The second power conversion circuit 350 may include a fifth terminal P5, a sixth terminal P6, a seventh terminal P7, and an eighth terminal P8. The fifth terminal P5 may be connected to a positive terminal of the first battery rack 310 and the first pack terminal 301, the sixth terminal P6 may be connected to a negative terminal of the first battery rack 310 and the second pack terminal 302, the seventh terminal P7 may be connected to the positive terminal of the battery module 340 and the first terminal P1 of the first power conversion circuit 330, and the eighth terminal P8 may be connected to the positive terminal of the battery module 340 and the second terminal P2 of the first power conversion circuit 330.

The second power conversion circuit 350 may bidirectionally convert the first battery voltage V1 between the fifth terminal P5 and the sixth terminal P6 into the third battery voltage V3 between the seventh terminal P7 and the eighth terminal P8.

The first battery rack 310 may be connected between the first and second pack terminals 301 and 302. The first battery rack 310 may be connected between the fifth terminal P5 and the sixth terminal P6 of the second power conversion circuit 350. The second battery pack 320 may be connected between the first pack terminal 301 and the third terminal P3 of the first power conversion circuit 330. The battery module 340 may be commonly connected between the first and second terminals P1 and P2 of the first power conversion circuit 330 and between the seventh and eighth terminals P7 and P8 of the second power conversion circuit 350.

The battery controller 360 may control the first power conversion circuit 330 to adjust the level of the second conversion voltage V4. The battery controller 360 may control the second power conversion circuit 350 to maintain the state of charge of the battery module 340 within a preset range.

The first battery rack 310 may include a plurality of first battery modules connected in series to each other. Each of the first battery modules of the first battery rack 310 may include a plurality of first battery cells. The second battery rack 320 may include a plurality of second battery modules connected in series to each other. Each of the second battery modules of the second battery rack 320 may include a plurality of second battery cells. The first battery rack 310 and the second battery rack 320 may have different configurations.

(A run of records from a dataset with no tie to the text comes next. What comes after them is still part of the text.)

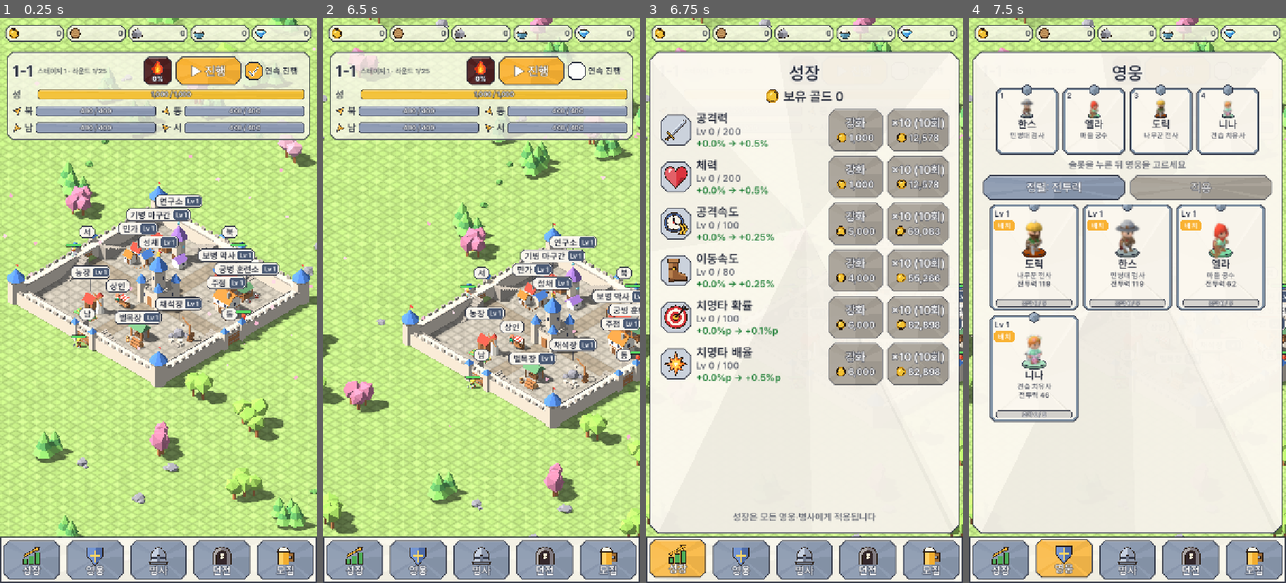
Above: before the commit, frames 1-4 (left to right).
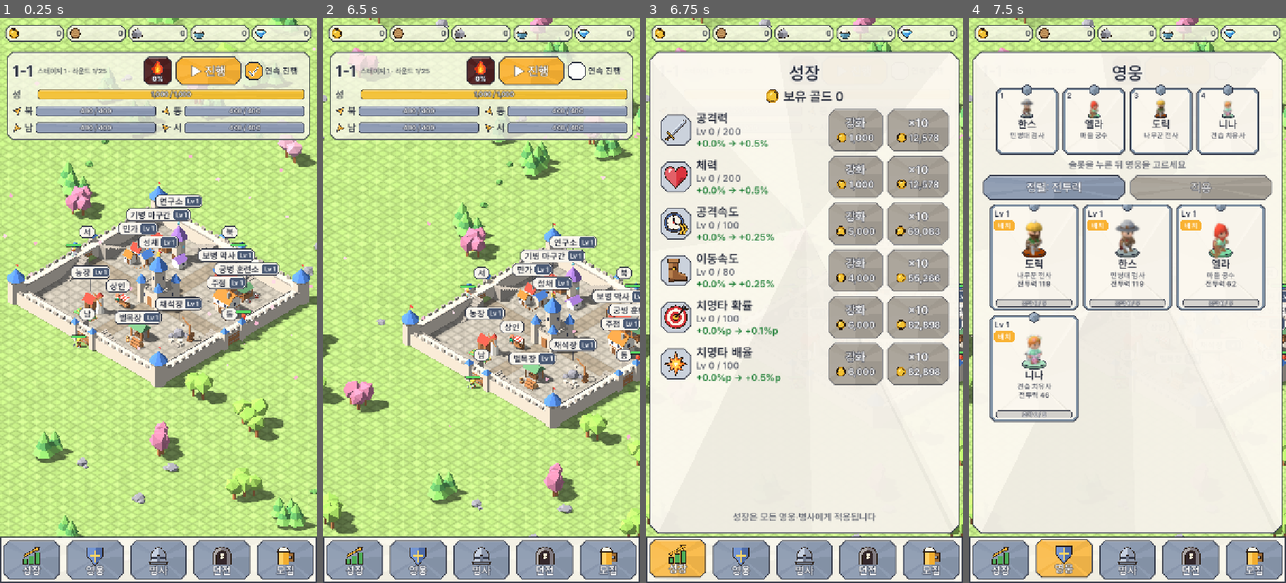
Above: after the commit, the same moments.

Repository: ILSEONG/CastleRPG
Game: Godot game, scene res://scenes/main.tscn
The game is run twice, just before and just after one commit, with the same random seed, the same clock (stepped at 60 frames per second) and the same inputs.
Inputs (mouse positions are in pixels of both pictures, inside the frame that each line leads up to):
- Up to frame 1 (0.25 s): no input
- Up to frame 2 (6.5 s): click (481, 68) at 0.5 s; click "▶ 진행" at 1.25 s; click "■ 중지" at 2 s; click "연속 진행" at 2.75 s; click (408, 108) at 3.52 s; click (554, 108) at 4.27 s; click (408, 125) at 5.02 s; click (554, 125) at 5.77 s
- Up to frame 3 (6.75 s): click (677, 560) at 6.52 s
- Up to frame 4 (7.5 s): click (1064, 560) at 7.27 s

Frames 1-2 are identical in both runs. In frame 3, 1.2% of the frame differs, in the area x 77-95%, y 17-62%; in frame 4, nothing differs.

Commit message:
growth: ×10 upgrade button is off unless all 10 upgrades are possible
The ×10 button used to upgrade as many times as gold allowed (up to 10)
and its label showed that count. Now it always means exactly 10: the
button shows the summed cost of 10 and is disabled when gold is short of
that or fewer than 10 levels remain. press_ten does nothing otherwise.

Co-Authored-By: Claude Opus 5.5 <noreply@anthropic.com>
Claude-Session: https://claude.ai/code/session_015XHfAEGxYFTVspwuaUu8nY

Diff:
--- a/scripts/growth_panel.gd
+++ b/scripts/growth_panel.gd
@@ -1,7 +1,7 @@
 extends "res://scripts/ui_window.gd"
 ## [성장] 탭 시트(개정 20 §5): 공용 업그레이드 6줄. 위 보유 골드 한 줄, 아래 안내 "성장은 모든 영웅·병사에게 적용됩니다".
 ## 줄: 아이콘(검·하트·쌍화살표 시계·장화·과녁·폭발 별) · 이름 · "Lv 23 / 200" · 현재 → 다음 효과("+11.5% → +12.0%", 최대면 "(최대)") ·
-## [강화 비용](골드 부족·최대 레벨이면 비활성) · [×10](감당 가능한 횟수와 그 합계 — Economy.upgrade_count_affordable·upgrade_total_cost).
+## [강화 비용](골드 부족·최대 레벨이면 비활성) · [×10](10번 합계 — 10번을 다 못 하면(골드 부족·최대 레벨까지 10 미만) 비활성).
 ## [강화]는 누르는 순간 한 번, 누르고 있으면 HOLD_DELAY 뒤부터 가속(qty_box와 같은 초당 10 → 50). 강화는 Economy.growth_up
 ## (오프라인은 곧바로, 온라인은 응답 때 — 응답을 기다리는 동안 길게 누르기는 쉬었다 잇는다). 영웅 시트처럼 칩 줄 아래 ~ 탭 바 위를 채운다.
 
@@ -68,11 +68,10 @@
 	_tick_hold(delta)
 
 
-## [×10]: 감당 가능한 만큼(최대 10번) 한 번에.
+## [×10]: 정확히 10번 한 번에. 10번을 다 못 하면 아무것도 하지 않는다(버튼도 꺼져 있다).
 func press_ten(id: String) -> void:
-	var n := Economy.upgrade_count_affordable(id, TEN)
-	if n > 0:
-		Economy.growth_up(id, n)
+	if Economy.growth_block(id, TEN) == "":
+		Economy.growth_up(id, TEN)
 
 
 ## [강화] 누름: 곧바로 한 번, 누르고 있으면 _tick_hold가 잇는다.
@@ -119,11 +118,9 @@
 		r.up.title.text = "강화" if lv < mx else "MAX"
 		r.up.gold.text = UiKit.commas(GameData.upgrade_cost(id, lv)) if lv < mx else "-"
 		r.up.button.disabled = why != "" and why != WAIT
-		var n := Economy.upgrade_count_affordable(id, TEN)
-		var shown := n if n > 0 else mini(TEN, mx - lv)
-		r.ten.title.text = "×10 (%d회)" % shown if shown > 0 else "×10"
-		r.ten.gold.text = UiKit.commas(Economy.upgrade_total_cost(id, shown)) if shown > 0 else "-"
-		r.ten.button.disabled = n == 0 or waiting
+		r.ten.title.text = "×10"
+		r.ten.gold.text = UiKit.commas(Economy.upgrade_total_cost(id, TEN)) if lv + TEN <= mx else "-"
+		r.ten.button.disabled = Economy.growth_block(id, TEN) != "" or waiting
 
 
 ## 효과 글자: 11.5 → "+11.5%", 12 → "+12.0%", 0.75 → "+0.75%"(소수 첫째 자리는 늘 보인다).
--- a/tests/input_check.gd
+++ b/tests/input_check.gd
@@ -1318,7 +1318,7 @@
 		"lv=%d gold=%d text=%s cost=%s" % [Economy.upgrade_level("atk"), Economy.gold, atk.effect.text, atk.up.gold.text])
 	var cost10 := Economy.upgrade_total_cost("atk", 10)
 	var g0 := Economy.gold
-	_check(atk.ten.title.text == "×10 (10회)" and atk.ten.gold.text == UiKit.commas(cost10), "(G) [×10] shows 10 times and their summed cost", "title=%s cost=%s" % [atk.ten.title.text, atk.ten.gold.text])
+	_check(atk.ten.title.text == "×10" and atk.ten.gold.text == UiKit.commas(cost10) and not atk.ten.button.disabled, "(G) [×10] shows the summed cost of 10 and is on", "title=%s cost=%s" % [atk.ten.title.text, atk.ten.gold.text])
 	await _tap(_center(atk.ten.button))
 	_check(Economy.upgrade_level("atk") == 11 and Economy.gold == g0 - cost10, "(G) [×10] tap: Lv 1 -> 11, gold minus the summed cost",
 		"lv=%d gold %d -> %d (cost %d)" % [Economy.upgrade_level("atk"), g0, Economy.gold, cost10])
@@ -1335,6 +1335,13 @@
 	await get_tree().create_timer(0.4).timeout
 	_check(first == 1 and early == 1 and held >= 6 and Economy.upgrade_level("hp") == held, "(G) holding [강화]: one step at once, more only after 0.4 s (accelerating), release stops it",
 		"first=%d at 0.25 s=%d held=%d after release=%d" % [first, early, held, Economy.upgrade_level("hp")])
+	var lv9 := Economy.upgrade_level("atk")
+	Economy.gold_tenths = Economy.upgrade_total_cost("atk", 9) * 10
+	Economy.changed.emit()
+	await _frames(1)
+	await _tap(_center(atk.ten.button))
+	_check(not atk.up.button.disabled and atk.ten.button.disabled and Economy.upgrade_level("atk") == lv9,
+		"(G) gold for 9 but not 10: [강화] on, [×10] off and a tap does nothing", "up=%s ten=%s lv=%d" % [atk.up.button.disabled, atk.ten.button.disabled, Economy.upgrade_level("atk")])
 	Economy.gold_tenths = 100
 	Economy.changed.emit()
 	await _frames(1)

The positive and negative terminals of the first battery rack 310 may be substantially directly connected to the first pack terminal 301 and the second pack terminal 302, respectively. The first battery rack 310 may be connected between the first pack terminal 301 and the second pack terminal 302 through a contactor or a circuit breaker.

The battery pack 300 may further include a first current sensor 311 and a second current sensor 321. The battery controller 360 may detect a first battery current i1 flowing through the first battery rack 310 by using the first current sensor 311 and a second battery current i2 flowing through the second battery rack 320 by using the second current sensor 321. The battery pack 300 may further include a current sensor (not shown) configured to detect a third battery current flowing through the battery module 340.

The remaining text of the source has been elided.